Read alignment, exon mapping and barcode demultiplexing.

The next stage of preprocessing involves sequence alignment. For this task, any popular RNA-seq read aligner that produces BAM formatted output can be used. By default, scPipe uses the fast and convenient R-based Rsubread [19] aligner which is available on Linux and Mac OS operating systems. For publicly available datasets from sources such as GEO, FASTQ files are often available per cell and these need to be aligned first before they can be processed further using scPipe. For all different types of data, aligned reads in the BAM file are then assigned to exons by the sc_exon_mapping function according to a user provided annotation. Using a similar strategy to featureCounts [20], we divide chromosomes into non-overlapping bins and assess the overlap of aligned fragments with exons that fall within the bin to reduce the search complexity. This function records the mapping result, together with the UMI and cell barcodes available from the optional fields of the BAM file with specific BAM tags. By default we use the official BAM tag BC for cell barcode and OX for UMI sequence.

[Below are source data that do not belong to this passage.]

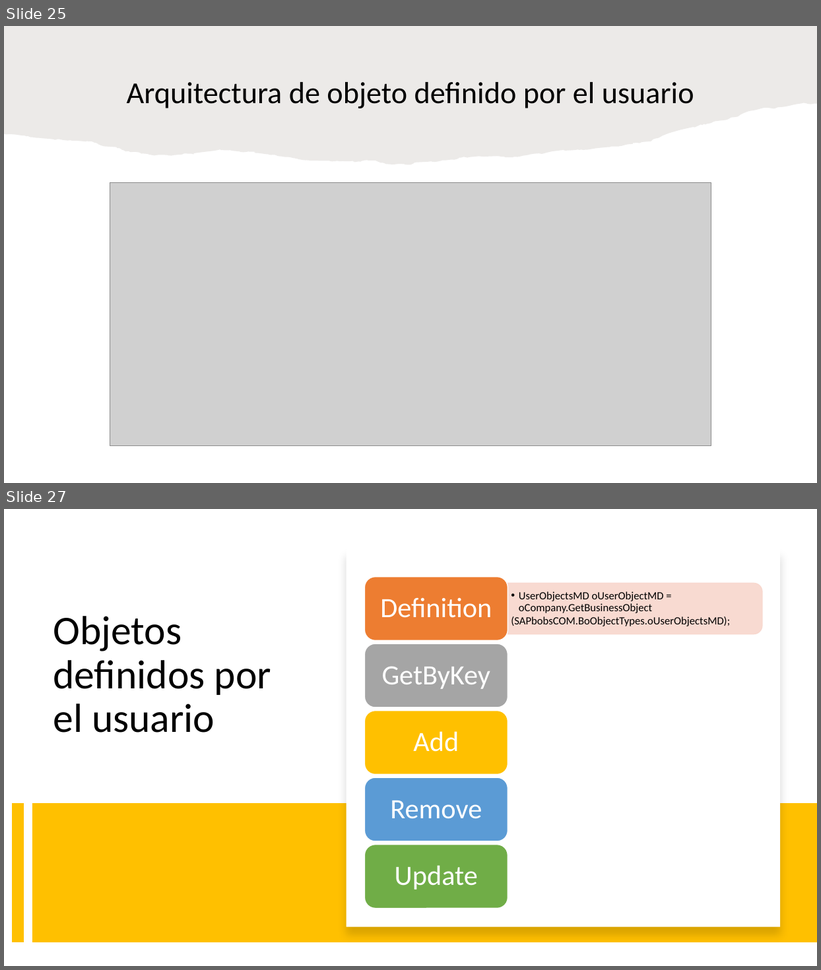
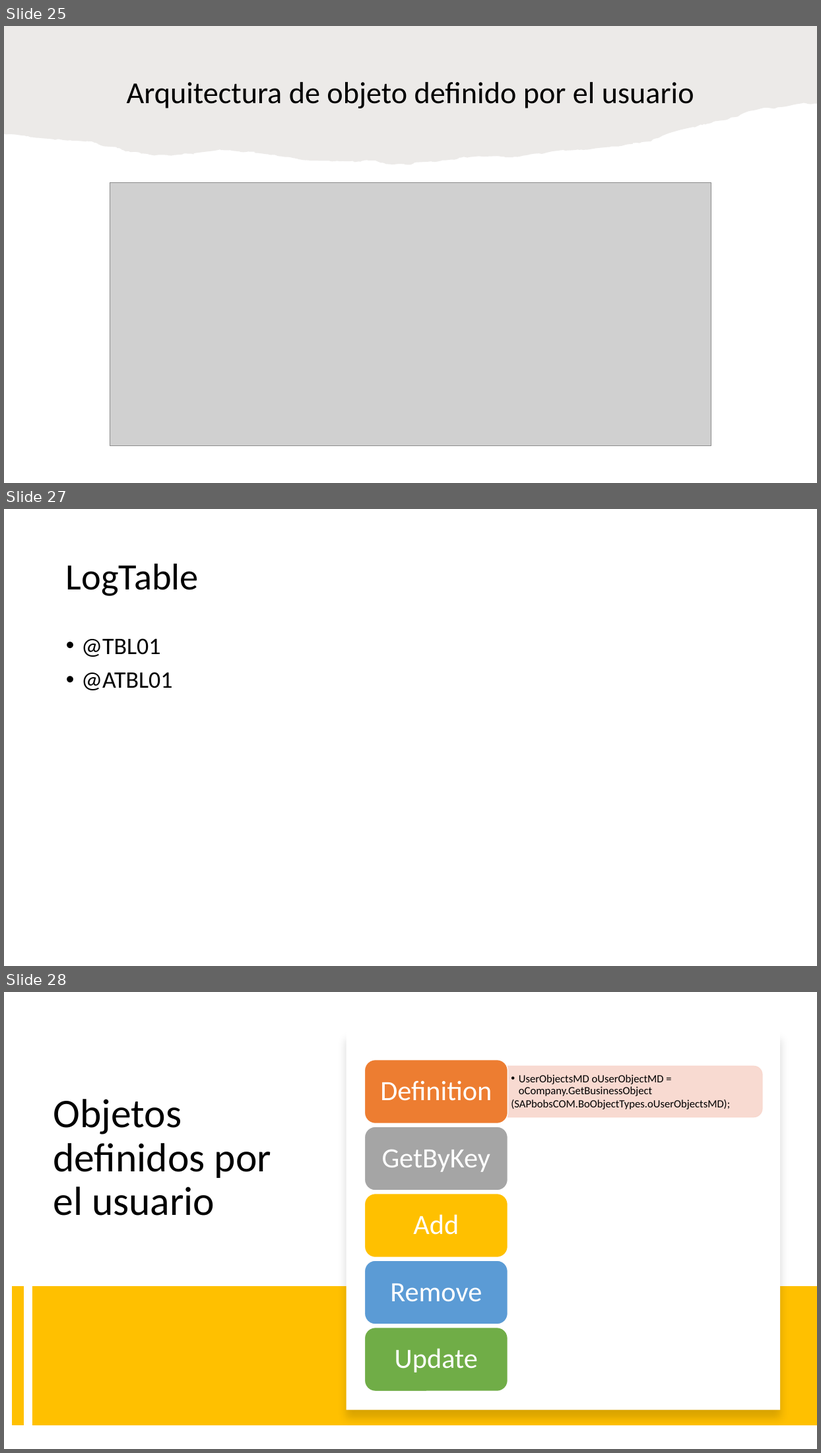
Before and after one commit to onesolutionsGT/CAPACITACION-DIDELCO, a slide deck: POWERPOINT/SBO_DIAPI.pptx. Shown one above the other, each under a label of ours: slides 25 and 27 before the commit, slides 25, 27 and 28 after it; the slides between them are not shown. The pictures are 821x970 and 821x1453 pixels, drawn with LibreOffice and Linux fonts; fonts in the diff are those of the drawing; grey boxes stand for pictures. Boxes give left, top, right and bottom in pixels: in the first picture for what was removed or moved away, otherwise in the second. Text is boxed around its words. In the diff, an @@ line names an element or a change of style, - is before the commit and + after.

```diff
--- a/POWERPOINT/SBO_DIAPI.pptx
+++ b/POWERPOINT/SBO_DIAPI.pptx
@@ slide 27 added at box(4, 509, 817, 966), background #FFFFFF @@
@@ title added at box(66, 563, 199, 596), 44 pt, text #000000 @@
+LogTable
@@ text added at box(81, 638, 173, 691), 28 pt, text #000000 @@
+• @TBL01
+• @ATBL01
@@ what was slide 27 is now slide 28 @@
```
Also in this commit, not shown: 3 slides changed, 3 other slides added, 7 other files.

Next, the sc_demultiplex function is used to demultiplex results per cell using the sample barcode information. For CEL-seq and MARS-seq, the demultiplexing is based on the list of designed barcode sequences that the user provides, and allows for mismatches during the cell barcode matching step. For 10X and Drop-seq where the cell barcode sequences need to be identified from the reads, the function sc_detect_bc can be applied to identify enriched barcodes in the data that can then be supplied to sc_demultiplex. This function can accept a list of possible barcodes that may be present in the dataset (if available), such as the white list provided by 10X. Data from non-UMI protocols such as Smart-seq and Smart-seq2 can be handled by setting has_UMI to FALSE when running sc_demultiplex. The sc_detect_bc function summarises the sequences in the cell barcode region, collapsing reads with a small edit distance, which are indicative of sequencing errors. It can report a given number of cell barcodes or keep the cell barcodes based on a read number cutoff. A relaxed threshold is generally recommended when one specifies the number of barcodes to retain, for instance if the estimated number of cells in the library is 1,000-5,000, a threshold of 10,000 would ensure data for all cells is collected. The motivation behind this is that unlike CellRanger, we don’t recommend detecting low quality cells or empty barcodes solely based on the number of reads or UMI counts per cell. Instead, more robust and meaningful results can be produced using multiple QC metrics. Hence the sc_detect_bc function should be run to allow more barcodes than cells. The quality control function in scPipe can be used to remove erroneous cell barcodes at a later stage. The demultiplexed data are output in a csv file for each cell, where each row corresponds to a read that maps to a specific gene, and columns that include gene id, UMI sequence and mapping position. The overall barcode demultiplexing results are recorded and can be plotted as shown in Fig 2A for the mouse blood cells generated by the CEL-seq2 protocol.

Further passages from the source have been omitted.